Karla Brada Mendez's tragic death

As someone who has been been in the rooms of Alcoholics Anonymous for decades, one of the most tragic things I have seen time and time again is the number of preventable deaths that occur. These deaths are preventable because, if the deceased people had followed the suggestions given to them and became clean and sober, they would not have had to die.

One recent example which has recently made the anti-AA blogosphere is one Karla Brada Mendez whose death has been detailed elsewhere. This death is especially tragic because, if Karla had made other decisions (such as, for example, following the suggestions most meetings give newcomers), she would still be alive today.

To wit:

  • Most people in the fellowship suggest that men stick with men, and women stick with women. Many sponsors suggest that newcomers do not get in romantics relationships (classically, the suggestion is "no relationship in the first year"). Karla, instead, got in a relationship with another newcomer (one Eric Allen Earle).
  • Most people in the fellowship suggest that newcomers get a sponsor. Karla chose not to do that.
  • One common saying in the rooms is that "winners stick with the winners". Karla, for whatever reason, did not choose to associate with women with long-term sobriety. 
  • There is not one oldtimer in the fellowships I have been to who would suggest that a newcomer drink or use drugs again. Karla starting drinking and using again with her boyfriend.
  • When Karla's boyfriend was arrested for domestic violence, instead of going to a shelter and/or getting a restraining order against him, Karla instead chose to pay some $8,000 to bail him out.
  • Finally, in another drunken fight between Karla and her boyfriend, she is killed from injuries consistent with a violent struggle.
The bottom line is this: In the rooms of AA, newcomers are given suggestions. Karla, for whatever reason, chose not to follow those suggestions. If she had, she would be alive today.

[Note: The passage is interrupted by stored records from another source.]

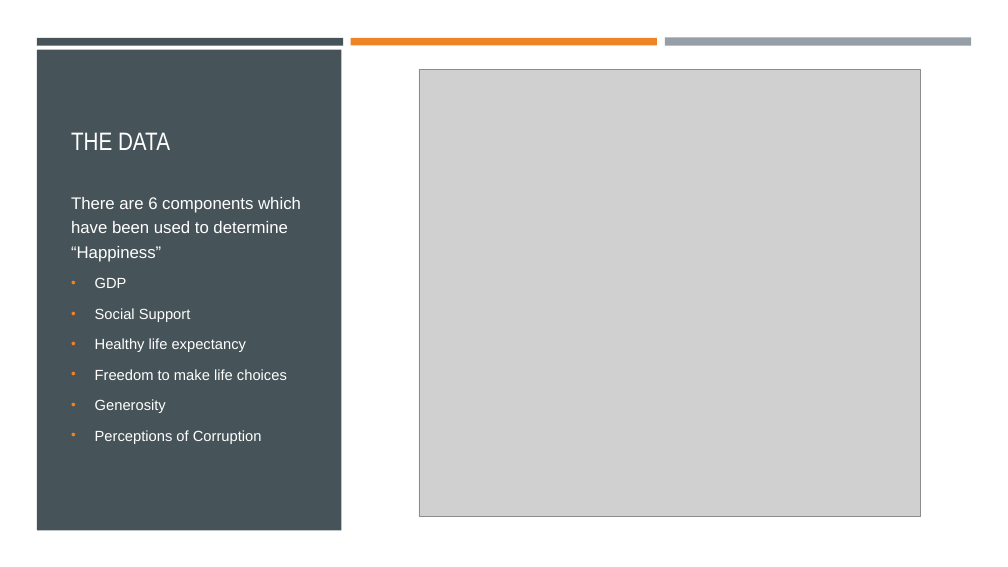
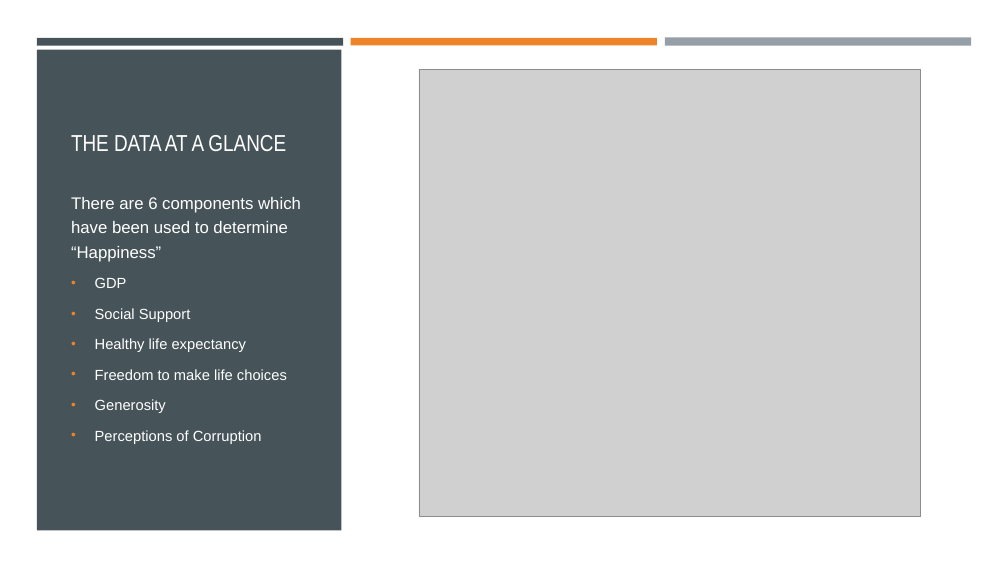
Before and after one commit to Bmyers5817/Project-1, a slide deck: slide 3 of World Happiness.pptx (slide 4 before the commit). Drawn at 1008x567 pixels with LibreOffice and Linux fonts; fonts in the diff are those of the drawing; grey boxes stand for pictures. Boxes give left, top, right and bottom in pixels: in the first picture for what was removed or moved away, otherwise in the second. Text is boxed around its words. In the diff, an @@ line names an element or a change of style, - is before the commit and + after.

```diff
--- a/World Happiness.pptx
+++ b/World Happiness.pptx
@@ title at [71, 135, 286, 151]: text changed; size 24 to 22 pt @@
-THE DATA
+THE DATA AT A GLANCE
```
Also in this commit, not shown: 5 other slides changed, 7 slides added, 2 slides removed.

These events happened nearly three years ago. Karla's family felt the need to blame AA for their daughter's death -- despite the fact that she would be alive today if she had followed directions given to her in the meetings.

Don't get me wrong: I grieve very deeply for Karla's tragic death, just as I grieve for the countless other people who have gone through the rooms and died drunk. But I just can not see how AA is responsible for her death, since she was undoubtedly repeatedly given suggestions which would have saved her life.  But she chose, for whatever reason, to not follow those suggestions.

The suit was filed around September of 2012, but there is no information publicly available about how the lawsuit proceeded, whether it was dismissed, settled out of court, a settlement was reached, or the litigation is ongoing. Indeed, none of the articles about this lawsuit even have a docket number. Too bad; I am curious how the lawsuit went.